About this task: A single number is required: how many lines in the data below contain "phòng".
>>>
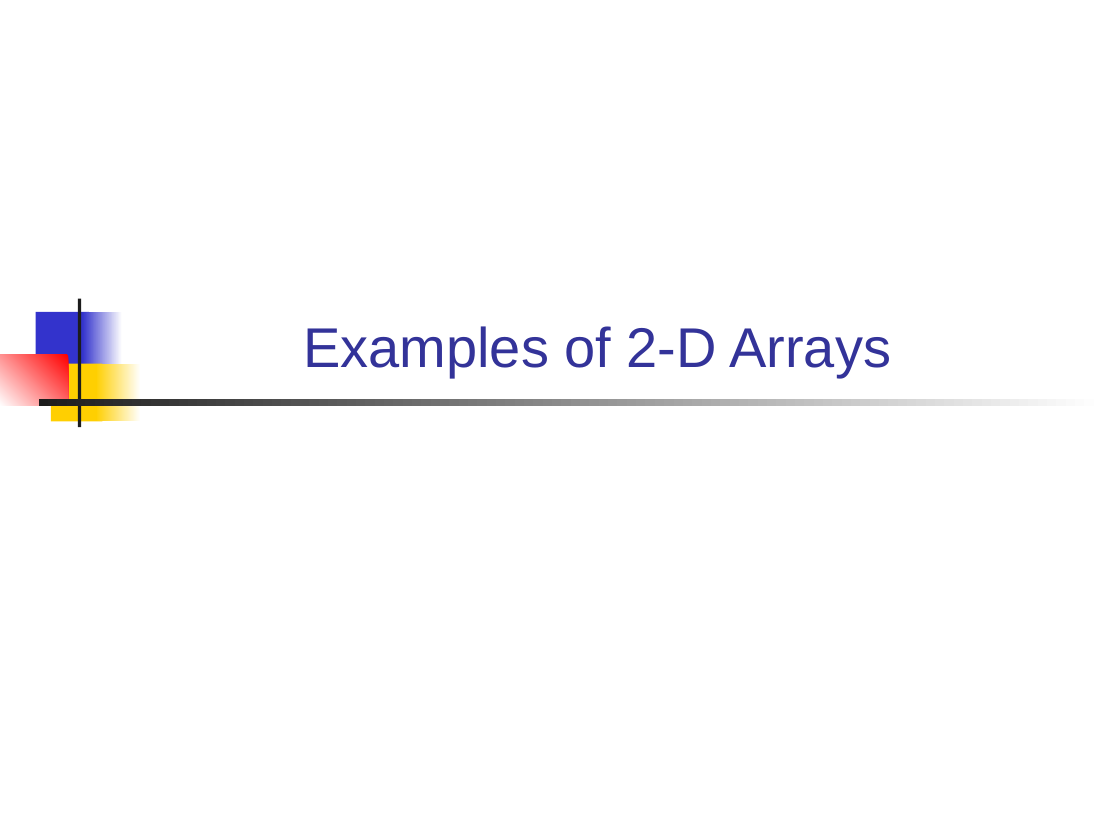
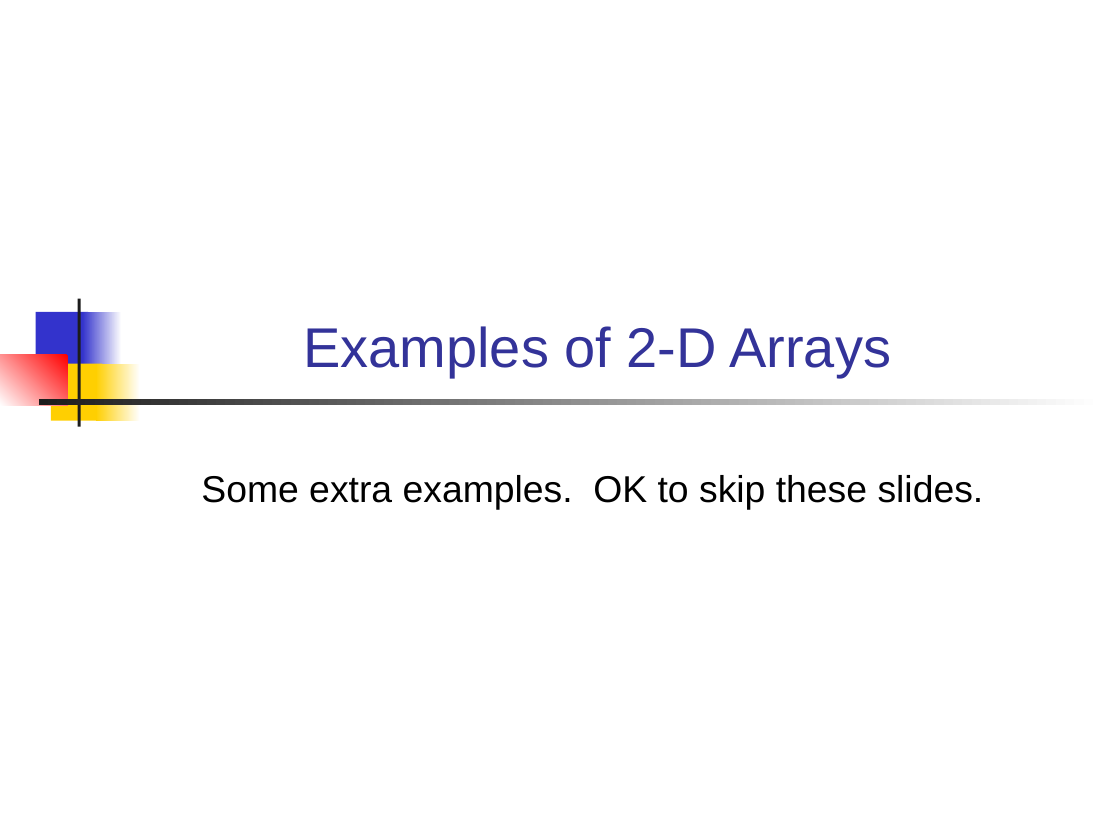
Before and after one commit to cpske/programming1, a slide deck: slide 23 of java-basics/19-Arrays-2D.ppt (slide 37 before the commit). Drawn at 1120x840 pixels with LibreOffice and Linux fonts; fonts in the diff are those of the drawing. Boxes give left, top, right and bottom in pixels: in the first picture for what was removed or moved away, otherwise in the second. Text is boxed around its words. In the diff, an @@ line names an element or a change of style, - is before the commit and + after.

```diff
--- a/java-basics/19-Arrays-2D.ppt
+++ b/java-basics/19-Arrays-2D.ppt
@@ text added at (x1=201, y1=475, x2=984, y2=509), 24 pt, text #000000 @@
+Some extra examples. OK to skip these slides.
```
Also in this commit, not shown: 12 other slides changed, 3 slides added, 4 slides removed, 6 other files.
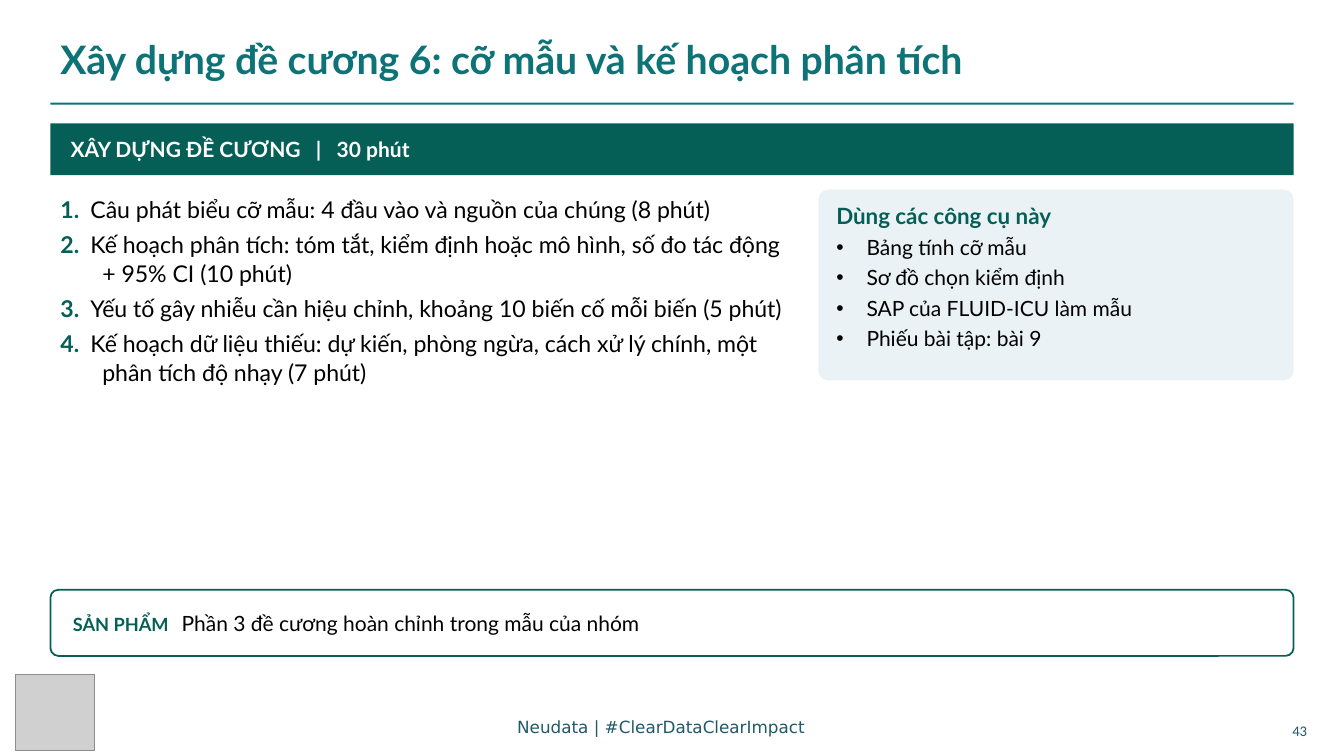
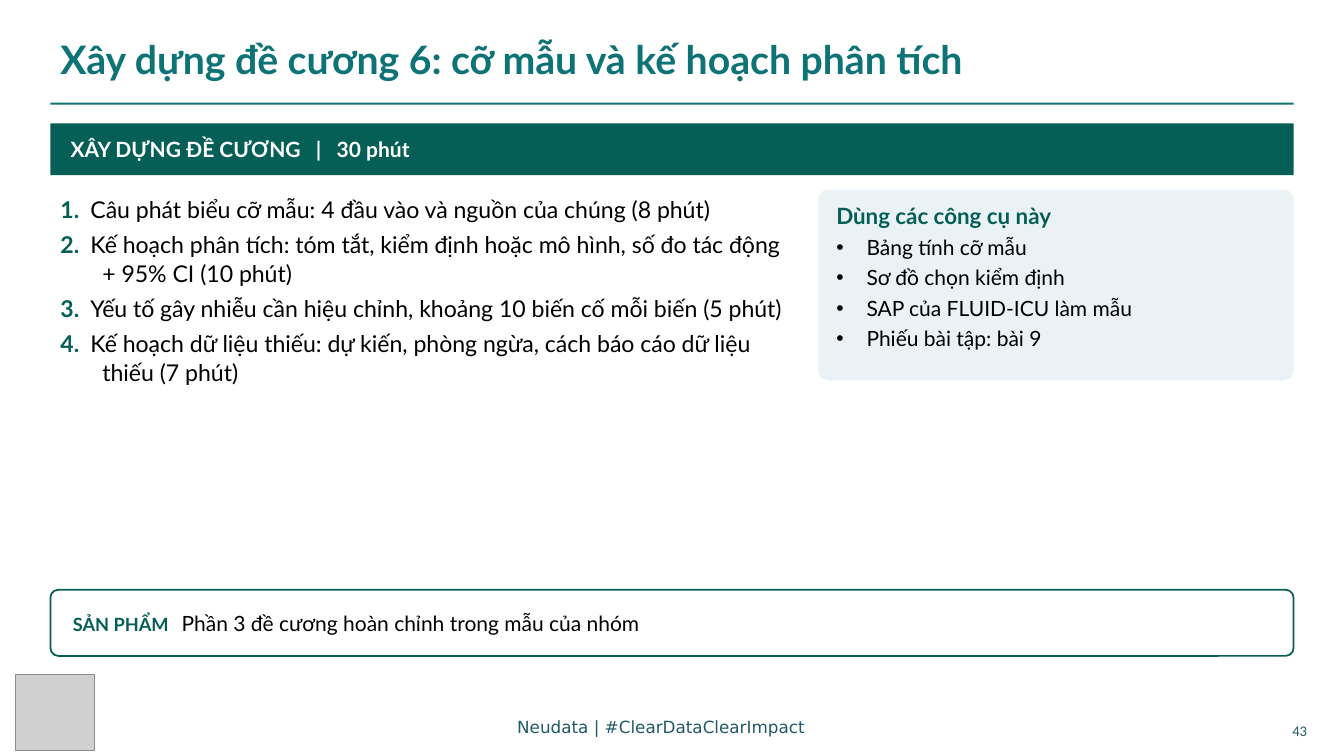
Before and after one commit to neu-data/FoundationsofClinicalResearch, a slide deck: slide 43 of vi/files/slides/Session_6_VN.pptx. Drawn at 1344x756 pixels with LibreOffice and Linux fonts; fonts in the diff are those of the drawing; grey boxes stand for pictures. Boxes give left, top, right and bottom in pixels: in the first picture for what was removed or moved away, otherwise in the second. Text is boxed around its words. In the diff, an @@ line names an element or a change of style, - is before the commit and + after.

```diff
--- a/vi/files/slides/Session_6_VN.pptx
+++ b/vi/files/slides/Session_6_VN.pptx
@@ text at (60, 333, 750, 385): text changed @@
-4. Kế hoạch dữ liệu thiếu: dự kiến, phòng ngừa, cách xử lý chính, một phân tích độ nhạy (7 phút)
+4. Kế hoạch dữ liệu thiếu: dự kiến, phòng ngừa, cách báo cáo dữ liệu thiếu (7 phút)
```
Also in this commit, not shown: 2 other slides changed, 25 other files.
<<<
Solution for this task: 2